Major performance problem with std.array.front()

Sun Mar 9 04:34:30 PDT 2014

On Sunday, 9 March 2014 at 08:32:09 UTC, monarch_dodra wrote:
> On topic, I think D's implicit default decode to dchar is 
> *infinity* times better than C++'s char-based strings. While 
> imperfect in terms of grapheme, it was still a design decision 
> made of win.
>
> I'd be tempted to not ask "how do we back out", but rather, 
> "how can we take this further"? I'd love to ditch the whole 
> "char"/"dchar" thing altogether, and work with graphemes. But 
> that would be massive involvement.

Why do you think it is better?

Let's be clear here: if you are searching/iterating/comparing by 
code point then your program is either not correct, or no better 
than doing so by code unit.

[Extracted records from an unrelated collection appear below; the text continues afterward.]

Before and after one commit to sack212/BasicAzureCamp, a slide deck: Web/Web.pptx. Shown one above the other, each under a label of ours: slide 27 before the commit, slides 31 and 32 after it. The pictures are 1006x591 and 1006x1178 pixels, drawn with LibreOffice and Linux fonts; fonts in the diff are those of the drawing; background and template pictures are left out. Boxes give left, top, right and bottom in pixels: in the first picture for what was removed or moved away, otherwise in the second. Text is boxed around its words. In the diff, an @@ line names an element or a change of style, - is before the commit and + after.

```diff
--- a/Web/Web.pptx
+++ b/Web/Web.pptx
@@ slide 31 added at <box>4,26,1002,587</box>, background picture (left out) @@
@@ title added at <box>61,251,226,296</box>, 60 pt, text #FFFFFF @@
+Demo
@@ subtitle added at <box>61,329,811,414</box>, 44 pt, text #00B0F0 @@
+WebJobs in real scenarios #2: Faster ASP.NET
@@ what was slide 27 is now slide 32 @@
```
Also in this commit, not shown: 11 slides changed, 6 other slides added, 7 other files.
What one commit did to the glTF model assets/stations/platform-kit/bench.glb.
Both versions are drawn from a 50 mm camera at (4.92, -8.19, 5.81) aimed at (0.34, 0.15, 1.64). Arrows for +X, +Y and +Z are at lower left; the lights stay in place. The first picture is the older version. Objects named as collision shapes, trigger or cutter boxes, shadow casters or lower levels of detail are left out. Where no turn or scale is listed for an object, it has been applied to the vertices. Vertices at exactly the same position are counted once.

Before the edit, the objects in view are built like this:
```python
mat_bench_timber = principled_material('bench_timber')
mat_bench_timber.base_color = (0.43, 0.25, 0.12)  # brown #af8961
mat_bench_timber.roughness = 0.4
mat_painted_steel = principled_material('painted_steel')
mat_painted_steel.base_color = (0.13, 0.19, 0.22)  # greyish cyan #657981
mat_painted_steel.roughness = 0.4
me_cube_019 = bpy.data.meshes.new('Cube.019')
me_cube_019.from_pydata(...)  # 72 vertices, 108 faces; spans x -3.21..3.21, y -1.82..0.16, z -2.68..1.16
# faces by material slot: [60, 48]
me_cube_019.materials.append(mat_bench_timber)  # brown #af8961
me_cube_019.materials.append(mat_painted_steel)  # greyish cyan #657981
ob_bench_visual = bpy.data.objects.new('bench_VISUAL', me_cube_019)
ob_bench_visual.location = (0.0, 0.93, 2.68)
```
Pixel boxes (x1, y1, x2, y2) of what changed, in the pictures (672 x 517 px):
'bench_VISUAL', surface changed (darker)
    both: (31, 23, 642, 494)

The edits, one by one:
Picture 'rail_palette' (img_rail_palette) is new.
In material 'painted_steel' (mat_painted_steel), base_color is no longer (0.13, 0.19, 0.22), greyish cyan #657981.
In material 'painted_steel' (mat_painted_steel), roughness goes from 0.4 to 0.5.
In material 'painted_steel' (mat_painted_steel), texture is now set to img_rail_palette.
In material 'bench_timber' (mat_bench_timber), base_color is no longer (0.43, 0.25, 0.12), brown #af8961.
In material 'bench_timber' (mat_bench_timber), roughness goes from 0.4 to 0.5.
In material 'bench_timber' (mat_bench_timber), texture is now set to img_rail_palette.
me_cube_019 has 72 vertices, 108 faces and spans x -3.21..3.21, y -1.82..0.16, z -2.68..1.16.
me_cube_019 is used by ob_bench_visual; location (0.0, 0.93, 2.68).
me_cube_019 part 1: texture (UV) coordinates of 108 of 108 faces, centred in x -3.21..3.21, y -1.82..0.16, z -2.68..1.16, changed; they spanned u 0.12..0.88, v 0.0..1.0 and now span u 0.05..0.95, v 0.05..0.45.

Graphemes don't really fix this 
either.

I think this is the main confusion: the belief that iterating by 
code point has utility.

If you care about normalization then neither by code unit, by 
code point, nor by grapheme are correct (except in certain 
language subsets).

If you don't care about normalization then by code unit is just 
as good as by code point, but you don't need to specialise 
everywhere in Phobos.

AFAIK, there is only one exception, stuff like s.all!(c => c == 
'é'), but as Vladimir correctly points out: (a) by code point, 
this is still broken in the face of normalization, and (b) are 
there any real applications that search a string for a specific 
non-ASCII character?

To those that think the status quo is better, can you give an 
example of a real-life use case that demonstrates this?

I do think it's probably too late to change this, but I think 
there is value in at least getting everyone on the same page.